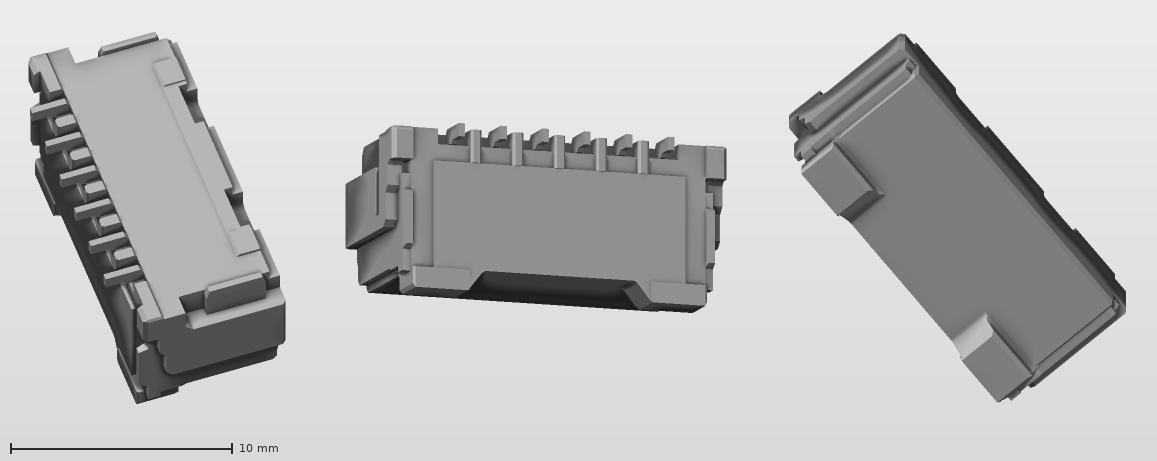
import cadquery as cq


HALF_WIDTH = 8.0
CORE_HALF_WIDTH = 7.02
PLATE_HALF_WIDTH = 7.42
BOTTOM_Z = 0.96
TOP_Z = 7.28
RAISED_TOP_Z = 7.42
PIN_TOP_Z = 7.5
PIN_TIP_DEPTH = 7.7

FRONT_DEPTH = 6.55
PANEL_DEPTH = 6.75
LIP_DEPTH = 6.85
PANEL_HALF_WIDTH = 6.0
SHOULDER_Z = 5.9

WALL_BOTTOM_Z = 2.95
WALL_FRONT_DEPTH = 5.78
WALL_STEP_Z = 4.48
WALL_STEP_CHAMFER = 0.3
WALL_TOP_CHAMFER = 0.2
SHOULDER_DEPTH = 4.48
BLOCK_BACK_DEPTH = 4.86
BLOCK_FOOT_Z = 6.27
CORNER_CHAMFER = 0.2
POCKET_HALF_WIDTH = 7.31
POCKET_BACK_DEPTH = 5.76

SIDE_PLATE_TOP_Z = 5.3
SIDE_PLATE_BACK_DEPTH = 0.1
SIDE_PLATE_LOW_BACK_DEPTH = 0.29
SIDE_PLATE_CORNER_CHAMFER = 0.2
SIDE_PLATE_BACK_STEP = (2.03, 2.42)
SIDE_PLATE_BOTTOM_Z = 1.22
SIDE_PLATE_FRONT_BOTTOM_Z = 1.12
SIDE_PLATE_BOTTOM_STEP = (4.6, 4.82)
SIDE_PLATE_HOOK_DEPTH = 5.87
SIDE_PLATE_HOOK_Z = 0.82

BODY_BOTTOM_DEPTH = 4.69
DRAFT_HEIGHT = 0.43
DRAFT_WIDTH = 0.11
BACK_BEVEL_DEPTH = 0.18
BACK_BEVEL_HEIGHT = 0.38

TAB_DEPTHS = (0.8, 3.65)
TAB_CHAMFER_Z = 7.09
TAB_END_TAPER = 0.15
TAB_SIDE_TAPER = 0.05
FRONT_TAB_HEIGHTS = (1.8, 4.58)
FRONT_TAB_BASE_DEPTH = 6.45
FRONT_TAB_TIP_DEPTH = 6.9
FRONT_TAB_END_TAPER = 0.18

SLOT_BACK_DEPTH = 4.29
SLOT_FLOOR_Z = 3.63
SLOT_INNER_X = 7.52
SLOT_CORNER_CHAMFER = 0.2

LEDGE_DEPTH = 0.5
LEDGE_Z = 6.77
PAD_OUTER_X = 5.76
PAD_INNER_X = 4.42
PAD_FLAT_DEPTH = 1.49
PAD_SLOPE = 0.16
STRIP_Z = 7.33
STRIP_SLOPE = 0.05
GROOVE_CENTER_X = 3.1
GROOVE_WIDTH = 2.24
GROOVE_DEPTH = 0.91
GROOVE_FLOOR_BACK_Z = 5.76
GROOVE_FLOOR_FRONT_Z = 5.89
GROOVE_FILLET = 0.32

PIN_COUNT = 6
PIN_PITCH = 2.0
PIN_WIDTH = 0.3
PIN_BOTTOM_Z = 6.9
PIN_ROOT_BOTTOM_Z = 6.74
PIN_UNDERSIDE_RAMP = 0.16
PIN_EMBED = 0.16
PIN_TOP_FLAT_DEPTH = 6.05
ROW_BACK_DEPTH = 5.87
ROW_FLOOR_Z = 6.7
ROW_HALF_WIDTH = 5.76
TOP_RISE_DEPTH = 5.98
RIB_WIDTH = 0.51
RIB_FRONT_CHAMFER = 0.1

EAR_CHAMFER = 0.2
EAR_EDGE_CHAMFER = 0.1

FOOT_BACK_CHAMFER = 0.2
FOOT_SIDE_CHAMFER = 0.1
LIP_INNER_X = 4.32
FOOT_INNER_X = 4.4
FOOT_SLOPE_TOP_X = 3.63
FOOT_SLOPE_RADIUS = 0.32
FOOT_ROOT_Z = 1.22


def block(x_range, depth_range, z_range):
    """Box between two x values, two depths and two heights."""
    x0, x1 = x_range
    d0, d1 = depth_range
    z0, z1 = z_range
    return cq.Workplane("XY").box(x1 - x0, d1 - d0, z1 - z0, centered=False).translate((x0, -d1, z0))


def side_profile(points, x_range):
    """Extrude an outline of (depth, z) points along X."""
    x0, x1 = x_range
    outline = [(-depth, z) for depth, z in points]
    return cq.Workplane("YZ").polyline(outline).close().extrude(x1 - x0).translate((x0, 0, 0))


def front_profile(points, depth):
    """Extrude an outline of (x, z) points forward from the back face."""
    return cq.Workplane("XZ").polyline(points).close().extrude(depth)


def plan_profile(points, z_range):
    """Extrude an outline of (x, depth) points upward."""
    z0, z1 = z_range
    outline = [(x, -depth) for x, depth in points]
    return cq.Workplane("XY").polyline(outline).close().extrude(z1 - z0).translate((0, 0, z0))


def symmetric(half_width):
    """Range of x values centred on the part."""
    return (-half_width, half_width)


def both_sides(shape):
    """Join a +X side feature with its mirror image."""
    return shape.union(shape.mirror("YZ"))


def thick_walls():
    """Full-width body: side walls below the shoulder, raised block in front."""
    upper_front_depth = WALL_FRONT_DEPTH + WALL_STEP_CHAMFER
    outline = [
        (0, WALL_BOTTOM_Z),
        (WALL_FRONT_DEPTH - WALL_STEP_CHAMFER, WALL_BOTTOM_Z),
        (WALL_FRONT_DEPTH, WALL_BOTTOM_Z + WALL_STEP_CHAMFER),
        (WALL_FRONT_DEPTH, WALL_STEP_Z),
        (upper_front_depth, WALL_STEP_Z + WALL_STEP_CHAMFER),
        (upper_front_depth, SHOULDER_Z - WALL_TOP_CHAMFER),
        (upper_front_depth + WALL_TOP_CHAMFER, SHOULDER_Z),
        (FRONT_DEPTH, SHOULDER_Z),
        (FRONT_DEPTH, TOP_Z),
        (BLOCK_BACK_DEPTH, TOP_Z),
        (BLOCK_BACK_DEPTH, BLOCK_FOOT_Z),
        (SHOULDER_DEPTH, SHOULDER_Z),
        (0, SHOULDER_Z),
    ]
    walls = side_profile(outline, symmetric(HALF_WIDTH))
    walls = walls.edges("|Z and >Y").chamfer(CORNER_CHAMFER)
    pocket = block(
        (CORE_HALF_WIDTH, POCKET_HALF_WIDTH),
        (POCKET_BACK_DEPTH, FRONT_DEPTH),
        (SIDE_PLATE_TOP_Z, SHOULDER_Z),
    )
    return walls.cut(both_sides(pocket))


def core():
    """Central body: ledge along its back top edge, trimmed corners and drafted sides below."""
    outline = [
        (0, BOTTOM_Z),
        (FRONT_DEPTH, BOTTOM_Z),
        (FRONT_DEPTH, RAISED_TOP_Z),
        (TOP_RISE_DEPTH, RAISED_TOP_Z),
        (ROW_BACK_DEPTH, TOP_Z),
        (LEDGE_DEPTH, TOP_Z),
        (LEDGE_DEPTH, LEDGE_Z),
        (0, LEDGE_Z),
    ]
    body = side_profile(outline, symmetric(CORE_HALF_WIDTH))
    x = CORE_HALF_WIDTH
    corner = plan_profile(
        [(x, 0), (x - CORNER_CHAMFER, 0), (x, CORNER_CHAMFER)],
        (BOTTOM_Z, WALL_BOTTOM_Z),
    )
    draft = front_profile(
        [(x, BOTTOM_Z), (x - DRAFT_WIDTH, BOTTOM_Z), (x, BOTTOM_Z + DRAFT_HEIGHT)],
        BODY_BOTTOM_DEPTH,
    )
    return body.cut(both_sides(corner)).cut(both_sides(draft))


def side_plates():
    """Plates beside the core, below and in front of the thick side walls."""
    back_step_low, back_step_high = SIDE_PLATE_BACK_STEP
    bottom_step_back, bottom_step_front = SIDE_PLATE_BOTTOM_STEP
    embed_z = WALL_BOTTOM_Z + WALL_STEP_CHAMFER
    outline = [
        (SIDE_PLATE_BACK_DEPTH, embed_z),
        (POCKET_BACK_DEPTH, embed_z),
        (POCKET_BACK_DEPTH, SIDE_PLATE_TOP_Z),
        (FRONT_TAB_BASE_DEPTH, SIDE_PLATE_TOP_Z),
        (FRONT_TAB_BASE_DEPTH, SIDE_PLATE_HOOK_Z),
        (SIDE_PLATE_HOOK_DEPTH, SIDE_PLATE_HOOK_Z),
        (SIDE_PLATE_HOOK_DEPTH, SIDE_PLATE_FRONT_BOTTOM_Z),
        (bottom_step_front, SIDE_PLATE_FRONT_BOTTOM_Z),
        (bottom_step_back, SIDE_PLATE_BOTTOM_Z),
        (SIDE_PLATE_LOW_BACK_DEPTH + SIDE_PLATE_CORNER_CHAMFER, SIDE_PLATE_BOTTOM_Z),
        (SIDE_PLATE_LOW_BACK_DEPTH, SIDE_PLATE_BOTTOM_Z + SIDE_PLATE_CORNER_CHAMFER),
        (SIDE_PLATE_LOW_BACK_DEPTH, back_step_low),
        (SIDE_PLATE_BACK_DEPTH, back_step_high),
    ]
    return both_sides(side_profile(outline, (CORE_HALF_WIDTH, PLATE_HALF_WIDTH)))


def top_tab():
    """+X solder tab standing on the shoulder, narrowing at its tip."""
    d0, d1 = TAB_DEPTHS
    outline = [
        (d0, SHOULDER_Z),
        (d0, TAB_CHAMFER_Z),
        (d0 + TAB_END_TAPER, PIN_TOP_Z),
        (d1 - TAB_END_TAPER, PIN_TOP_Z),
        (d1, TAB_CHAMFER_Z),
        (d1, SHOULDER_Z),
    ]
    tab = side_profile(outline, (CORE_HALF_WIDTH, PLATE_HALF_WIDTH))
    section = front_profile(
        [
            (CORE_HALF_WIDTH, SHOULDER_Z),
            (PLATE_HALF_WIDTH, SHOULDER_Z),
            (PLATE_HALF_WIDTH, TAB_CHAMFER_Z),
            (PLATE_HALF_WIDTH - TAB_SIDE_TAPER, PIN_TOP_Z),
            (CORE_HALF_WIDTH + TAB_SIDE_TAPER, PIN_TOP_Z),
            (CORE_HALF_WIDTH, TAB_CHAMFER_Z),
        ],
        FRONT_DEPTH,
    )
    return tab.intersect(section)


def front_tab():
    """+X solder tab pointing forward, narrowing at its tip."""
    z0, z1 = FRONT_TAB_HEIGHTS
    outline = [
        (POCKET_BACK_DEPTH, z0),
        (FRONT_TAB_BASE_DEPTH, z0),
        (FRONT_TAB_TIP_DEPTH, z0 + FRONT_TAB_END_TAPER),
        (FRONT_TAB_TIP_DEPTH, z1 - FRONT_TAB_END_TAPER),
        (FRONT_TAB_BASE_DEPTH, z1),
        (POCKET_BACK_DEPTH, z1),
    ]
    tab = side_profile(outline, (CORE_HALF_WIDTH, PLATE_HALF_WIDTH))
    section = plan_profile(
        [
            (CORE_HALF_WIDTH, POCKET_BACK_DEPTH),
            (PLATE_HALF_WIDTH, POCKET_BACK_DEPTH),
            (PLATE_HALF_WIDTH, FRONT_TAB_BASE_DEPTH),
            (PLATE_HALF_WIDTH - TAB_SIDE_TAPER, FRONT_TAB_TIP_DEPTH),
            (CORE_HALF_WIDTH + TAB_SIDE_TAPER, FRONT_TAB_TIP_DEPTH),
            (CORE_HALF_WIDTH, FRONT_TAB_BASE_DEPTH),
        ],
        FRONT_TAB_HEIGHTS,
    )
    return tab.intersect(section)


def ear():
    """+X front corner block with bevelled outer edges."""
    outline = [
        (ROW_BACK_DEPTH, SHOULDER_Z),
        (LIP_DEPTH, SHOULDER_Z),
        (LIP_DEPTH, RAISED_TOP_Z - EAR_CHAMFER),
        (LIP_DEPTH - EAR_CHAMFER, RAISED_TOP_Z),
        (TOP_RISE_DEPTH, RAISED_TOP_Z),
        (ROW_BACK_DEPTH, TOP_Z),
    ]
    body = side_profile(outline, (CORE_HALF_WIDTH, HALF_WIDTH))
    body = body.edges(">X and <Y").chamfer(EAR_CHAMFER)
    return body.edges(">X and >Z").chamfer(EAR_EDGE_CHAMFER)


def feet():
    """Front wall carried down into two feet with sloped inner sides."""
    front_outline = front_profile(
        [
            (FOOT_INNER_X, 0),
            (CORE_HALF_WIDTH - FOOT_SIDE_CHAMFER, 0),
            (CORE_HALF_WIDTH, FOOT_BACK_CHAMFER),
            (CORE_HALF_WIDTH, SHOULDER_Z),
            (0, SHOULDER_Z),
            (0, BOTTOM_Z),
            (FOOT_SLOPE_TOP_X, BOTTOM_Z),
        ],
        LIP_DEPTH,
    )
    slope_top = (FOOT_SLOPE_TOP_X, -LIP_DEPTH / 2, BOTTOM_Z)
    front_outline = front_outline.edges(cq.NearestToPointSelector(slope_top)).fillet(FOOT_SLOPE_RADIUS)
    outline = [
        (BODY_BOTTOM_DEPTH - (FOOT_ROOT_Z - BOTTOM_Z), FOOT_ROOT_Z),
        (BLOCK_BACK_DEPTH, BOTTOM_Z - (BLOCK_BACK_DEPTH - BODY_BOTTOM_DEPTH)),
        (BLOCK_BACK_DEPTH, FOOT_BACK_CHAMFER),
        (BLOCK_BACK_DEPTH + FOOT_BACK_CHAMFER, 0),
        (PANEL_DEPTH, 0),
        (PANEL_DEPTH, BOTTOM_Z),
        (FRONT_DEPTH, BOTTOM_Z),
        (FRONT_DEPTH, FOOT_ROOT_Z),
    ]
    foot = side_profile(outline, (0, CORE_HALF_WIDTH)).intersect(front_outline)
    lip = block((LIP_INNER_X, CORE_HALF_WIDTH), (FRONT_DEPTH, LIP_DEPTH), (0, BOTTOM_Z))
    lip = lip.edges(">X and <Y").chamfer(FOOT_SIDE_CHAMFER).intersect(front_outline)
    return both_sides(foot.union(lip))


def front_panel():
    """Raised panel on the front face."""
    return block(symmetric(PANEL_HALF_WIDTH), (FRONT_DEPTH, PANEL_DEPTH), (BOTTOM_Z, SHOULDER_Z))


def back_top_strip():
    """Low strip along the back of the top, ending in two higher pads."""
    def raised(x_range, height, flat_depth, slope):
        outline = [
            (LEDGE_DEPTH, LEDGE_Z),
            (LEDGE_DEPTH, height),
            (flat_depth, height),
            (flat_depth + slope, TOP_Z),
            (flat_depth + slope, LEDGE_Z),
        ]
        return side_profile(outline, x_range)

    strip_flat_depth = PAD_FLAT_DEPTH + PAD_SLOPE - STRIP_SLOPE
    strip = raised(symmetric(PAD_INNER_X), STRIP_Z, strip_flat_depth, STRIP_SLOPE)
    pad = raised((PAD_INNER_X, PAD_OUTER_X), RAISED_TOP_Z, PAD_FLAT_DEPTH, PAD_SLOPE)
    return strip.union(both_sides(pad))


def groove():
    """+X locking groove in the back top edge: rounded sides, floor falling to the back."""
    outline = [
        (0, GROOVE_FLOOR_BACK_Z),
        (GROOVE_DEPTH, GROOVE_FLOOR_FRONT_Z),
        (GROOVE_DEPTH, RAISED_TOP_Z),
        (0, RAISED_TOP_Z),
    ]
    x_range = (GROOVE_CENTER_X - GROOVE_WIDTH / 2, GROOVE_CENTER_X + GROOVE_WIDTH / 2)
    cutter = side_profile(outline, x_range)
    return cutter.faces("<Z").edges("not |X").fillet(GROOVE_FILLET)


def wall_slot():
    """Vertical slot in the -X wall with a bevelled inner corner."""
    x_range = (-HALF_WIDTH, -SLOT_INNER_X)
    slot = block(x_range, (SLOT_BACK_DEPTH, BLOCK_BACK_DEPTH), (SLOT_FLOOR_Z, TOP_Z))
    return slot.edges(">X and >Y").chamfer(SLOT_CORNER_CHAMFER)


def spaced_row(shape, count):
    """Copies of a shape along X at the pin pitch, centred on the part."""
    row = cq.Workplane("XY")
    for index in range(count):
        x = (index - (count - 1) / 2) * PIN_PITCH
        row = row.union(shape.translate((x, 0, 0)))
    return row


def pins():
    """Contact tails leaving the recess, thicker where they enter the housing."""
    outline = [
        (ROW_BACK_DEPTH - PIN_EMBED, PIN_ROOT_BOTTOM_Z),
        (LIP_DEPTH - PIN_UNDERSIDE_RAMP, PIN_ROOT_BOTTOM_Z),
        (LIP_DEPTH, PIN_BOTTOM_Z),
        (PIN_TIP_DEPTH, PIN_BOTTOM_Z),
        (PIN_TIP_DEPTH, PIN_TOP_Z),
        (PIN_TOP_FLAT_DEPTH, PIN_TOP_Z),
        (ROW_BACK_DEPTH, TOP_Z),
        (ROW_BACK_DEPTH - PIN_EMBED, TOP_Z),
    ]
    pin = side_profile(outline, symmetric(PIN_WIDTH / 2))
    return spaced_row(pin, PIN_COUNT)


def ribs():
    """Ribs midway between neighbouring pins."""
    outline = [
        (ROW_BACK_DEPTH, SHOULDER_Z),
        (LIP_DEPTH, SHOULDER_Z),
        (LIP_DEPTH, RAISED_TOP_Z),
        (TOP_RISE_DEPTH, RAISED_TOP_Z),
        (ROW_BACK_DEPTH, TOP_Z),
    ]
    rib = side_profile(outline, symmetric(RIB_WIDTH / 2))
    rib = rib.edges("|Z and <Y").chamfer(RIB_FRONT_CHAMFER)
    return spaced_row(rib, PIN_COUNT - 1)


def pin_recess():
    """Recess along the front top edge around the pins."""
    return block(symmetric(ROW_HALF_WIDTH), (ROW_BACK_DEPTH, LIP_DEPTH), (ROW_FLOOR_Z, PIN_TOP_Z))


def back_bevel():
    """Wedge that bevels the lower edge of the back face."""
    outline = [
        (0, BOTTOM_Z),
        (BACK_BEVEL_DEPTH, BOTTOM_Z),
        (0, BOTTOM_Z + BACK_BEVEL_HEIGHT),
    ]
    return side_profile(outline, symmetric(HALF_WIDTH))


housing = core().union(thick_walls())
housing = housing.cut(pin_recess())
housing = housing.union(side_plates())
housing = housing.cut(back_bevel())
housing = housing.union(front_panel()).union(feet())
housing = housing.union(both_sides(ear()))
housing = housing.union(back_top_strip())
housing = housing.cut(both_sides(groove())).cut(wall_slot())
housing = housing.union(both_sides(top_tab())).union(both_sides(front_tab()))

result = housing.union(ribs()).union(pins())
--*--
In the lines above, spot each one that contains the word "Workplane" and copy it.

    return cq.Workplane("XY").box(x1 - x0, d1 - d0, z1 - z0, centered=False).translate((x0, -d1, z0))
    return cq.Workplane("YZ").polyline(outline).close().extrude(x1 - x0).translate((x0, 0, 0))
    return cq.Workplane("XZ").polyline(points).close().extrude(depth)
    return cq.Workplane("XY").polyline(outline).close().extrude(z1 - z0).translate((0, 0, z0))
    row = cq.Workplane("XY")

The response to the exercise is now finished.